Anyway, today we have a pair of operators: Any and All.

What are they?

"Any" has two overloads; there’s only one for "All":

public static bool Any<TSource>(
this IEnumerable<TSource> source)

public static bool Any<TSource>(
this IEnumerable<TSource> source,
Func<TSource, bool> predicate)

public static bool All<TSource>(
this IEnumerable<TSource> source,
Func<TSource, bool> predicate)

The names really are fairly self-explanatory:

"Any" without a predicate returns whether there are any elements in the input sequence
"Any" with a predicate returns whether any elements in the input sequence match the predicate
"All" returns whether all the elements in the input sequence match the given predicate

Both operators use immediate execution – they don’t return until they’ve got the answer, basically.

Importantly, "All" has to read through the entire input sequence to return true, but can return as soon as it’s found a non-matching element; "Any" can return true as soon as it’s found a matching element, but has to iterate over the entire input sequence in order to return false. This gives rise to one very simple LINQ performance tip: it’s almost never a good idea to use a query like

// Don’t use this
if (query.Count() != 0)

That has to iterate over *all* the results in the query… when you really only care whether or not there are any results. So use "Any" instead:

// Use this instead
if (query.Any())

If this is part of a bigger LINQ to SQL query, it may not make a difference – but in LINQ to Objects it can certainly be a huge boon.

Anyway, let’s get on to testing the three methods…

What are we going to test?

Feeling virtuous tonight, I’ve even tested argument validation again… although it’s easy to get that right here, as we’re using immediate execution.

Beyond that, I’ve tested a few scenarios:

An empty sequence will return false with Any, but true with All. (Whatever the predicate is for All, there are no elements which fail it.)
A sequence with any elements at all will make the predicate-less Any return true.
If all the elements don’t match the predicate, both Any and All return false.
If some elements match the predicate, Any will return true but All will return false.
If all elements match the predicate, All will return true.

Those are all straightforward, so I won’t give the code. One final test is interesting though: we prove that Any returns as soon as it’s got the result by giving it a query which will throw an exception if it’s iterated over completely.
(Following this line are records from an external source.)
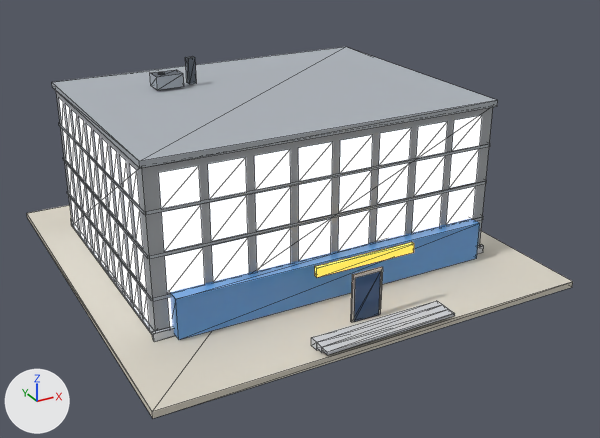
The glTF model public/models/x2/16.glb as it was, and as the next commit left it.
Camera for both pictures: a 50 mm lens placed at (-1.67, -3.27, 1.77), pointed at (0.04, -0.16, 0.22). Arrows for +X, +Y and +Z are at lower left; the lights stay in place. The older version comes first. Mesh edges are drawn as thin lines. Vertices at exactly the same position are counted once.

In view in the first picture: 'b16_x2'.
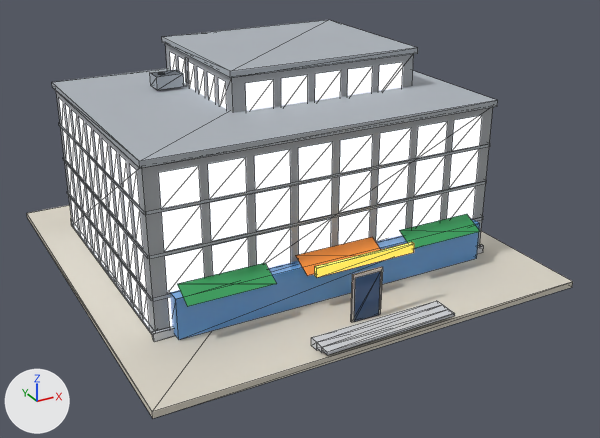
Where the change shows, as pixel boxes (x1, y1, x2, y2) in the pictures (600 x 438 px):
'b16_x2', reshaped (7% taller)
    before: (27, 47, 573, 418)
    after: (27, 20, 573, 418)
part 1 of me_b16_x2, added
    after: (166, 45, 414, 113)
part 2 of me_b16_x2, added
    after: (162, 20, 418, 78)
part 3 of me_b16_x2, added
    after: (170, 52, 403, 111)
part 4 of me_b16_x2, added (green)
    after: (177, 214, 480, 307)

What changed in the scene script:
```text
Add mat_sign_orange:
    mat_sign_orange = bpy.data.materials.new('sign_orange')
    # nodes: BsdfPrincipled, Mix, OutputMaterial, VertexColor
    # colours: orange #ee8a2c, mixed with the vertex colours
Add mat_sign_green:
    mat_sign_green = bpy.data.materials.new('sign_green')
    # nodes: BsdfPrincipled, Mix, OutputMaterial, VertexColor
    # colours: green #2c9a55, mixed with the vertex colours
Change me_b16_x2:
    used by ob_b16_x2; location = (0.0, 0.0, 0.0)
    remove me_b16_x2.from_pydata(...)  # 764 vertices, 495 faces; spans x -0.98..0.98, y -1.0..0.98, z 0.0..0.9
    add me_b16_x2.from_pydata(...)  # 1296 vertices, 785 faces; spans x -0.98..0.98, y -1.0..0.98, z 0.0..0.95
    me_b16_x2 part 1: the loose piece of 8 vertices spanning x -0.81..0.81, y -0.55..0.7, z 0.03..0.75 is copied, and the copy is scaled about its middle by (0.568, 0.624, 1.25), then moved by (0.18, 0.14, 0.09); it spans x -0.28..0.64, y -0.17..0.61, z 0.03..0.93
    me_b16_x2 part 2: the loose piece of 8 vertices spanning x -0.82..0.82, y -0.56..0.72, z 0.75..0.77 is copied, and the copy is scaled about its middle by (0.574, 0.631, 1), then moved by (0.18, 0.14, 0.18); it spans x -0.29..0.65, y -0.18..0.62, z 0.93..0.95
    me_b16_x2 part 3: 404 vertices added at x -0.29..0.65, y -0.19..0.61, z 0.03..0.89
    me_b16_x2 part 4: 12 vertices added at x -0.71..0.71, y -0.65..-0.55, z 0.2..0.25
    other edits to the shape of me_b16_x2 do not show in these pictures
    add me_b16_x2.materials.append(mat_sign_green)
    add me_b16_x2.materials.append(mat_sign_orange)
```

The easiest way of doing this is to start out with a sequence of integers including 0, and then use Select with a projection which divides some constant value by each element. In this test case, I’ve given it a value which will match the predicate before the value which will cause the exception to be thrown:

[Test]
public void SequenceIsNotEvaluatedAfterFirstMatch()
{
    int[] src = { 10, 2, 0, 3 };
    var query = src.Select(x => 10 / x);
    // This will finish at the second element (x = 2, so 10/x = 5)
    // It won’t evaluate 10/0, which would throw an exception
    Assert.IsTrue(query.Any(y => y > 2));
}

There’s an equivalent test for All, where a non-matching element occurs before the exceptional one.

So, with all the tests written, let’s get on with the interesting bit:

Let’s implement them!

The first thing to note is that all of these could be implemented in terms of either Any-with-a-predicate or All. For example, given All, we could implement Any as:

public static bool Any<TSource>(
this IEnumerable<TSource> source)
{
return source.Any(x => true);
}

public static bool Any<TSource>(
    this IEnumerable<TSource> source,
    Func<TSource, bool> predicate)
{
    if (predicate == null)
    {
        throw new ArgumentNullException("predicate");
    }
    return !source.All(x => !predicate(x));
}

It’s simplest to implement the predicate-less Any in terms of the predicated one – using a predicate which returns true for any element means that Any will return true for any element at all, which is what we want.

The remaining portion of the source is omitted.